Indipendentemente dalle esternazioni del tipo di cui sopra, se è stata modificata una parte importante del kernel e nessuno ne sapeva niente, è giusto che glielo si dica a linus.

Non mi piacerebbe arrivare a situazioni tipo il kernel hurd, dove un devel dopo aver criticato alcune scelte di RMS si è visto defenestrato dall'ogi al domani...

Foccalabindella, siamo una comunità, ed una comunità si parla e si discute e se si fanno scelte sbagliate è giusto farlo notare, non per crocefiggere chi le ha fatte ma per evitare di ripeterli.

.:deadhead:.

----------

## n3m0

 *.:deadhead:. wrote:*   

> Non mi piacerebbe arrivare a situazioni tipo il kernel hurd, dove un devel dopo aver criticato alcune scelte di RMS si è visto defenestrato dall'ogi al domani...

 

Non sia mai. RMS è sempre esagerato. 

 *.:deadhead:. wrote:*   

> siamo una comunità, ed una comunità si parla e si discute e se si fanno scelte sbagliate è giusto farlo notare, non per crocefiggere chi le ha fatte ma per evitare di ripeterli.

 

Ipse dixit.

----------

## X-Drum

bah nulla d nuovo,

non è la prima volta che Schilling si comporta in questo modo:

ogni volta che linux (inteso come kernel ovviamente) va in una direzione che a suo dire non è quella migliore, si rivolge ai diretti interessati in maniera un po brusca.....che ci volete fare è carattere  :Razz: 

cmq vi ricordo:

 Schilling vs ide-scsi

 Schilling vs dvd patch su cdrecord

...e in quei casi aveva ragione,anche se forse è un po "brusco" nell'esporre le proprie idee

----------

## .:deadhead:.

vi posto un messaggio che ho trovato su un ng che potrebbe chiarire un po' le cose. L'ID del post è questo pan.2004.08.18.10.18.15.102871@skullkrusher.net

L'Andrew di cui si parla è Andrew Morton, mantainer della serie -mm del kernel

 *it.comp.os.linux.software wrote:*   

> 
> 
> For those who weren't here, the basic scoop is this:
> 
> - 2.6 is doing great, despite the fact that (by Andrew's reckoning) some
> ...

 

----------

## randomaze

 *.:deadhead:. wrote:*   

> L'Andrew di cui si parla è Andrew Morton, mantainer della serie -mm del kernel

 

E' anche il manutentore della 2.6 ufficiale.

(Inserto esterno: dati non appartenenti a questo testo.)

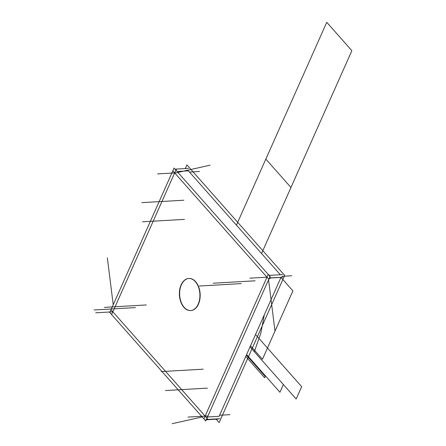 <?xml version="1.0" encoding="UTF-8"?>
<svg xmlns="http://www.w3.org/2000/svg" width="446" height="446" viewBox="0 0 446 446"><rect width="100%" height="100%" fill="white"/><g stroke="black" fill="none" stroke-linecap="round" stroke-linejoin="round"><path stroke-width="0.67" d="M185.28 168.566L186.902 164.914L284.682 275.399L219.153 422.579L216.159 419.195M280.333 274.742L188.39 170.851L177.129 171.498L188.39 170.851L177.129 171.498L188.39 170.851L177.129 171.498L188.39 170.851L177.129 171.498L188.39 170.851L280.333 274.742M219.114 416.319L280.963 277.412L270.092 278.036L280.963 277.412L270.092 278.036L280.963 277.412L270.092 278.036L280.963 277.412L270.092 278.036L280.963 277.412L219.114 416.319L280.963 277.412L219.114 416.319L280.963 277.412L219.114 416.319L280.963 277.412L219.114 416.319L280.963 277.412L219.114 416.319L207.501 416.988L219.114 416.319M270.56 275.305L270.566 275.282A1.633 0.792 -156 0 1 268.057 274.212L268.057 274.212A1.633 0.792 -156 0 0 270.566 275.282L270.566 275.282M203.906 418.839L204.636 417.194L203.906 418.839M109.761 312.518L174.079 168.053L270.053 276.492L205.734 420.957L270.053 276.492L174.079 168.053L109.761 312.518L205.734 420.957L109.761 312.518M205.127 416.096L266.97 277.189L174.687 172.914L112.838 311.821L205.127 416.096L266.97 277.189L174.687 172.914L112.838 311.821L205.127 416.096L266.97 277.189L174.687 172.914L112.838 311.821L205.127 416.096L266.97 277.189L174.687 172.914L112.838 311.821L205.127 416.096L266.97 277.189L174.687 172.914L112.838 311.821L205.127 416.096L266.97 277.189L174.687 172.914L112.838 311.821L205.127 416.096L266.97 277.189L174.687 172.914L112.838 311.821L205.127 416.096L266.97 277.189L174.687 172.914L112.838 311.821L205.127 416.096M188.853 278.46A16.078 10.247 -93.3 0 0 179.939 289.8A16.078 10.247 -93.3 0 0 184.187 307.35A16.078 10.247 86.7 0 1 181.371 284.86A16.078 10.247 86.7 0 1 195.627 281.66A16.078 10.247 86.7 0 1 198.442 304.15A16.078 10.247 86.7 0 1 184.187 307.35A16.078 10.247 -93.3 0 0 190.314 310.567M195.894 282.307A16.078 10.247 -93.3 0 0 188.725 278.466A16.078 10.247 -93.3 0 0 179.621 290.201A16.078 10.247 -93.3 0 0 184.477 307.946M190.832 310.555A16.078 10.247 -93.3 0 0 199.858 299.305A16.078 10.247 -93.3 0 0 195.627 281.66A16.078 10.247 -93.3 0 0 188.981 278.455M183.406 306.737A16.078 10.247 -93.3 0 0 190.576 310.572A16.078 10.247 -93.3 0 0 199.68 298.837A16.078 10.247 -93.3 0 0 194.824 281.091M206.933 418.27L207.914 419.374A1.633 0.981 -41.5 0 1 207.005 419.19A1.633 0.981 -41.5 0 1 207.111 417.919L207.111 417.919A1.633 0.981 -41.5 0 0 207.005 419.19A1.633 0.981 -41.5 0 0 207.914 419.374L206.933 418.27M111.015 309.764L112.113 311.001L111.015 309.764M207.033 417.016L208.611 416.926L207.033 417.016M218.133 419.084L205.762 419.798L218.133 419.084M282.452 274.619L270.081 275.333L282.452 274.619M219.766 418.716L207.39 419.43L219.766 418.716M176.583 169.09L176.059 170.272L176.583 169.09A1.633 0.792 24 0 0 175.685 169.396A1.633 0.792 24 0 0 176.125 170.333L176.114 170.35A1.633 0.792 24 0 1 175.685 169.396L175.284 169.413L175.691 169.391L175.73 169.915L175.674 169.43L176.298 169.118L175.685 169.396A1.633 0.792 24 0 1 176.583 169.09M175.908 170.171L175.178 171.816L175.908 170.171M175.875 170.077L176.298 169.118L175.875 170.077M188.435 168.382L176.059 169.095L188.435 168.382M270.895 277.908L270.895 277.908A1.633 0.981 138.5 0 0 268.726 279.536L268.726 279.536A1.633 0.981 138.5 0 1 270.895 277.908M268.793 279.246L267.7 278.009L268.793 279.246L270.633 277.869L268.793 279.246M269.54 276.632L270.633 277.869L269.54 276.632M282.775 277.195L270.404 277.908L282.775 277.195M184.187 307.35A16.078 10.247 86.7 0 1 181.371 284.86A16.078 10.247 86.7 0 1 195.627 281.66A16.078 10.247 86.7 0 1 198.442 304.15A16.078 10.247 86.7 0 1 184.187 307.35A16.078 10.247 86.7 0 1 181.371 284.86A16.078 10.247 86.7 0 1 195.627 281.66A16.078 10.247 86.7 0 1 198.442 304.15A16.078 10.247 86.7 0 1 184.187 307.35A16.078 10.247 86.7 0 1 181.371 284.86A16.078 10.247 86.7 0 1 195.627 281.66A16.078 10.247 86.7 0 1 198.442 304.15A16.078 10.247 86.7 0 1 184.187 307.35A16.078 10.247 -93.3 0 0 198.442 304.15A16.078 10.247 -93.3 0 0 195.627 281.66A16.078 10.247 -93.3 0 0 181.371 284.86A16.078 10.247 -93.3 0 0 184.187 307.35A16.078 10.247 86.7 0 1 181.371 284.86A16.078 10.247 86.7 0 1 195.627 281.66A16.078 10.247 86.7 0 1 198.442 304.15A16.078 10.247 86.7 0 1 184.187 307.35A16.078 10.247 86.7 0 1 181.371 284.86A16.078 10.247 86.7 0 1 195.627 281.66A16.078 10.247 86.7 0 1 198.442 304.15A16.078 10.247 86.7 0 1 184.187 307.35M249.866 278.176L266.97 277.189L249.866 278.176M282 276.319L291.79 275.756L282 276.319M268.57 279.832L274.976 331.021L268.57 279.832M254.32 351.704L260.804 333.279L264.322 314.787L260.804 333.279L254.32 351.704L260.804 333.279L264.322 314.787L260.804 333.279L254.32 351.704L260.804 333.279L264.322 314.787L260.804 333.279L254.32 351.704L260.804 333.279L264.322 314.787L260.804 333.279L254.32 351.704L260.804 333.279L264.322 314.787L260.804 333.279L254.32 351.704L260.804 333.279L264.322 314.787L260.804 333.279L254.32 351.704L260.804 333.279L264.322 314.787L260.804 333.279L254.32 351.704L260.804 333.279L264.322 314.787L260.804 333.279L254.32 351.704M203.889 418.872L268.208 274.407L203.889 418.872M261.557 253.523L290.959 187.482L265.838 159.099L236.436 225.141L265.838 159.099L290.959 187.482L265.838 159.099L290.959 187.482L351.866 50.682L326.751 22.3L265.838 159.099L326.751 22.3L351.866 50.682L261.557 253.523M241.275 283.611L199.351 286.031M262.454 359.264L292.905 290.864L280.902 277.3L292.905 290.864L280.902 277.3L292.905 290.864L280.902 277.3L292.905 290.864L280.902 277.3L292.905 290.864L280.902 277.3L292.905 290.864L280.902 277.3L292.905 290.864L280.902 277.3L292.905 290.864L280.902 277.3L292.905 290.864L262.454 359.264L292.905 290.864L262.454 359.264L292.905 290.864L262.454 359.264L292.905 290.864L262.454 359.264L292.905 290.864L262.454 359.264L292.905 290.864L262.454 359.264L292.905 290.864L262.454 359.264L292.905 290.864L262.454 359.264L250.518 345.784L262.454 359.264M203.181 369.177L161.257 371.596M146.333 304.947L104.409 307.366M184.432 219.382L142.503 221.801M245.774 356.443L264.651 377.773L265.231 376.469L246.354 355.139L265.231 376.469L246.354 355.139L265.231 376.469L246.354 355.139L265.231 376.469L246.354 355.139L265.231 376.469L264.651 377.773L265.231 376.469L264.651 377.773L265.231 376.469L264.651 377.773L265.231 376.469L264.651 377.773L245.774 356.443M255.157 280.796L213.233 283.21M207.368 388.132L165.444 390.551M135.433 307.595L94.134 309.976M183.847 200.221L141.923 202.64M246.605 354.57L279.949 392.246L283.377 384.536L250.039 346.865L296.183 399.003L301.669 386.676L255.525 334.539L301.669 386.676L255.525 334.539L301.669 386.676L255.525 334.539L301.669 386.676L255.525 334.539L301.669 386.676L255.525 334.539L301.669 386.676L255.525 334.539L301.669 386.676L255.525 334.539L301.669 386.676L255.525 334.539L301.669 386.676L296.183 399.003L301.669 386.676L296.183 399.003L301.669 386.676L296.183 399.003L301.669 386.676L296.183 399.003L301.669 386.676L296.183 399.003L301.669 386.676L296.183 399.003L301.669 386.676L296.183 399.003L301.669 386.676L296.183 399.003L250.039 346.865L296.183 399.003L250.039 346.865L296.183 399.003L250.039 346.865L296.183 399.003L250.039 346.865L296.183 399.003L250.039 346.865L296.183 399.003L250.039 346.865L296.183 399.003L250.039 346.865L296.183 399.003L250.039 346.865L283.377 384.536L250.039 346.865L283.377 384.536L250.039 346.865L283.377 384.536L250.039 346.865L283.377 384.536L279.949 392.246L283.377 384.536L279.949 392.246L283.377 384.536L279.949 392.246L283.377 384.536L279.949 392.246L246.605 354.57M110.993 309.736L206.972 418.181L110.993 309.736M202.2 416.965L172.217 423.7L202.2 416.965M188.017 417.082L207.468 415.962L188.017 417.082M219.839 415.248L229.941 414.663L219.839 415.248M95.734 312.808L112.838 311.821L95.734 312.808M113.223 304.741L107.352 257.844L113.223 304.741M175.925 170.138L111.606 314.603L175.925 170.138M157.583 173.901L177.341 172.764L157.583 173.901M189.717 172.05L199.507 171.481L189.717 172.05M177.926 172.396L210.111 165.165L177.926 172.396M268.815 279.274L172.842 170.829L268.815 279.274"/></g></svg>

 *it.comp.os.linux.software wrote:*   

> 
> 
> Andrew's vision, as expressed at the summit, is that the mainline kernel
> 
> will be the fastest and most feature-rich kernel around, but not,
> ...

 

Devo dire che la cosa non mi piace molto  :Sad: 

----------

## n3m0

 *randomaze wrote:*   

>  *it.comp.os.linux.software wrote:*   
> 
> Andrew's vision, as expressed at the summit, is that the mainline kernel
> 
> will be the fastest and most feature-rich kernel around, but not,
> ...

 

Cioè, se ho capito bene, della serie: "Noi facciamo il kernel, e voi vedete se e' stabile e se non lo e', lo stabilizzate voi"

 :Confused: 

----------

## randomaze

 *n3m0 wrote:*   

> Cioè, se ho capito bene, della serie: "Noi facciamo il kernel, e voi vedete se e' stabile e se non lo e', lo stabilizzate voi" 

 

Si, la ho capita anche io nello stesso modo... posso solo sperare che sia colpa del mio inglese.

----------

## shev

 *randomaze wrote:*   

> posso solo sperare che sia colpa del mio inglese.

 

O che si sia espresso male Andrew o stesse scherzando ed astraendo la frase dal contesto faccia un'altro effetto. O che chi ha riportato la frase l'abbia "aggiustata". Oppure... tristezza...  :Crying or Very sad: 

----------

## motaboy

A parte che credo che quello che ha detto Andrew Morton non sia legato a ció che ha fatto Mr Alan Cox introducendo la patch il giorno prima della release del kernel.

Credo che Mr Morton abbia ragione quando dice che il 2.6 non puó essere il piú stabile possibile visto che se vuoi che la gente testi delle cose allora  devi per forza metterle nel kernel ufficiale e non in quelli di sviluppo. Tanto che piú queste cose sono giá passate nel mm tree. Questa cosa da quello che ho capito non é successa con questa patch sui permessi.

Ed ha ragione quando dice che sono le distribuzioni che devono dare la stabilizzazione finale. Visto che queste (vedi Fedora, Suse, Mandrake e anche Gentoo) mettono 100 patch in un kernel, non credo che una in piú faccia male, per esempio la patch che inverte quella di Alan Cox sui permessi.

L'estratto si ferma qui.